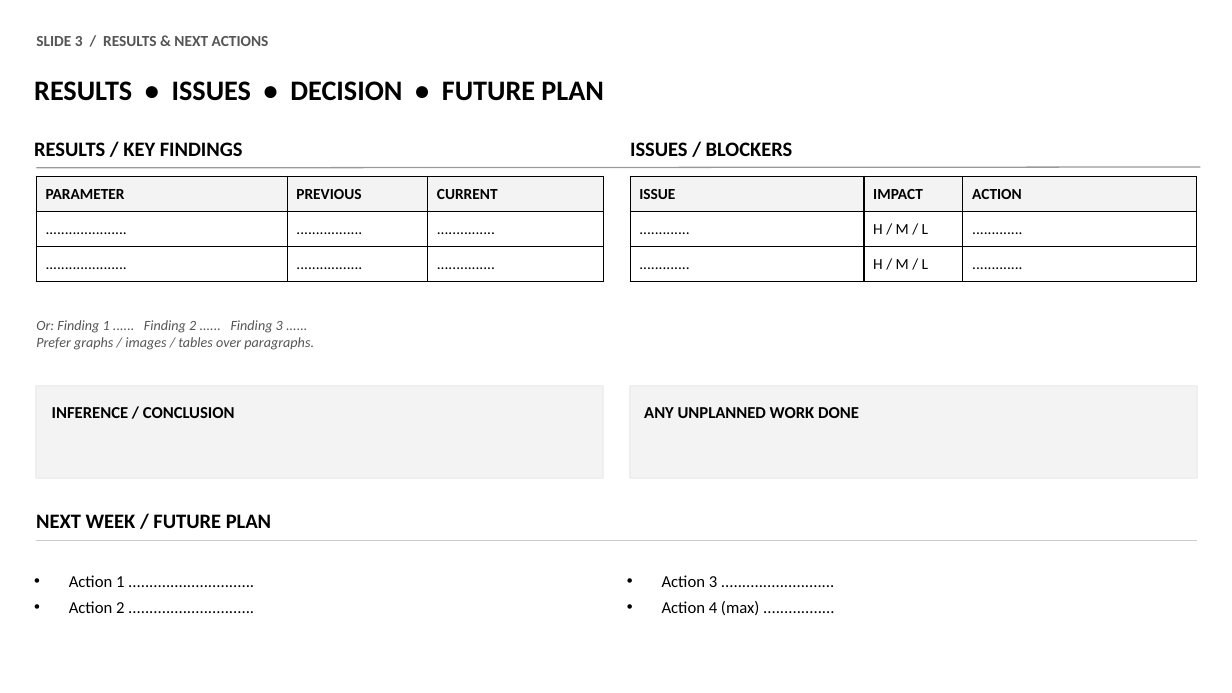
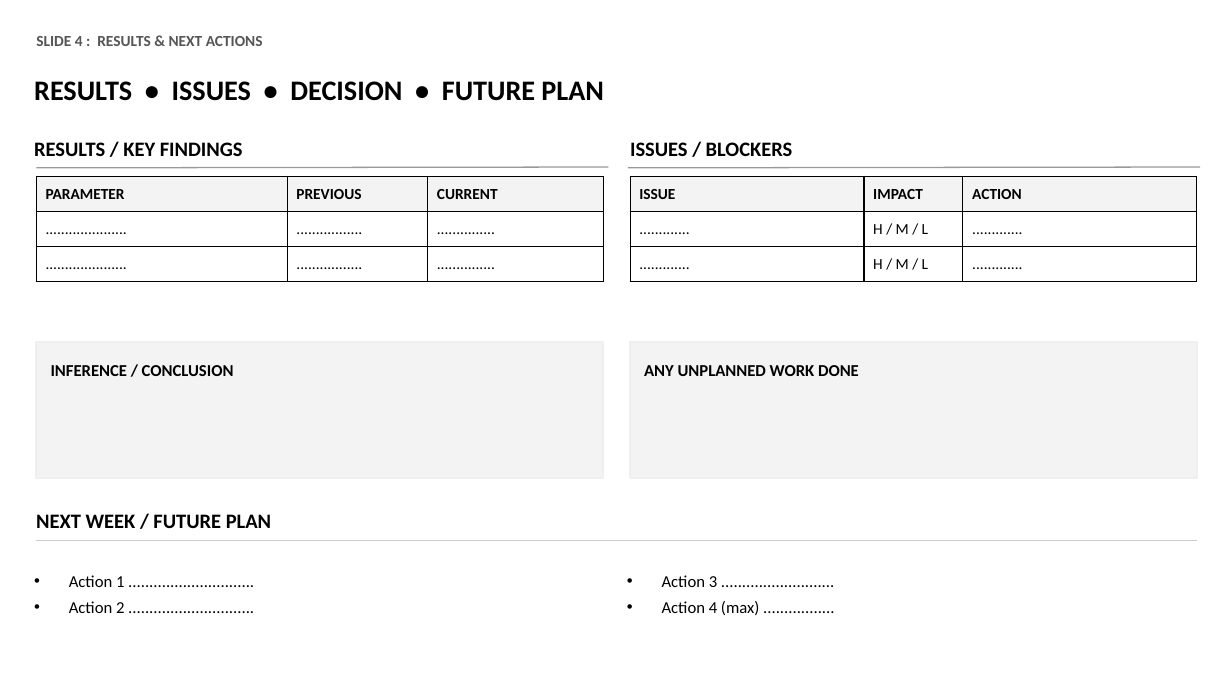
Before and after one commit to Insyratech/hr-portal-client, a slide deck: slide 4 of public/Weekly_Update_Template.pptx (slide 3 before the commit). Drawn at 1232x693 pixels with LibreOffice and Linux fonts; fonts in the diff are those of the drawing. Boxes give left, top, right and bottom in pixels: in the first picture for what was removed or moved away, otherwise in the second. Text is boxed around its words. In the diff, an @@ line names an element or a change of style, - is before the commit and + after.

```diff
--- a/public/Weekly_Update_Template.pptx
+++ b/public/Weekly_Update_Template.pptx
@@ text at [36,36,263,46]: text changed @@
-SLIDE 3 / RESULTS & NEXT ACTIONS
+SLIDE 4 : RESULTS & NEXT ACTIONS
@@ table: place and size @@
-table at [36,177,604,282]
+table at [36,177,604,480]
@@ line moved from (36, 168) - (1201, 167) to (36, 168) - (609, 167) @@
@@ line added from (628, 168) to (1201, 167), #999999 1 pt @@
@@ table: place and size @@
-table at [630,177,1197,282]
+table at [630,177,1197,480]
@@ text removed at [36,320,314,350] @@
-Or: Finding 1 ...... Finding 2 ...... Finding 3 ......
-Prefer graphs / images / tables over paragraphs.
@@ rectangle: place and size @@
-rectangle at [36,386,604,479]
+rectangle at [36,342,604,479]
@@ text "INFERENCE / CONCLUSION": place and size @@
-text "INFERENCE / CONCLUSION" at [52,407,235,418]
+text "INFERENCE / CONCLUSION" at [51,365,234,376]
@@ rectangle: place and size @@
-rectangle at [630,386,1198,479]
+rectangle at [630,342,1198,479]
@@ text "ANY UNPLANNED WORK DONE": place and size @@
-text "ANY UNPLANNED WORK DONE" at [644,407,859,418]
+text "ANY UNPLANNED WORK DONE" at [644,365,859,376]
```
Also in this commit, not shown: 3 other slides changed, 1 slide added, 2 other files.
.....
WORK ORDER
Using the records above, give the number of lines in which the word "added" occurs, and nothing else.

OUTPUT BELOW
2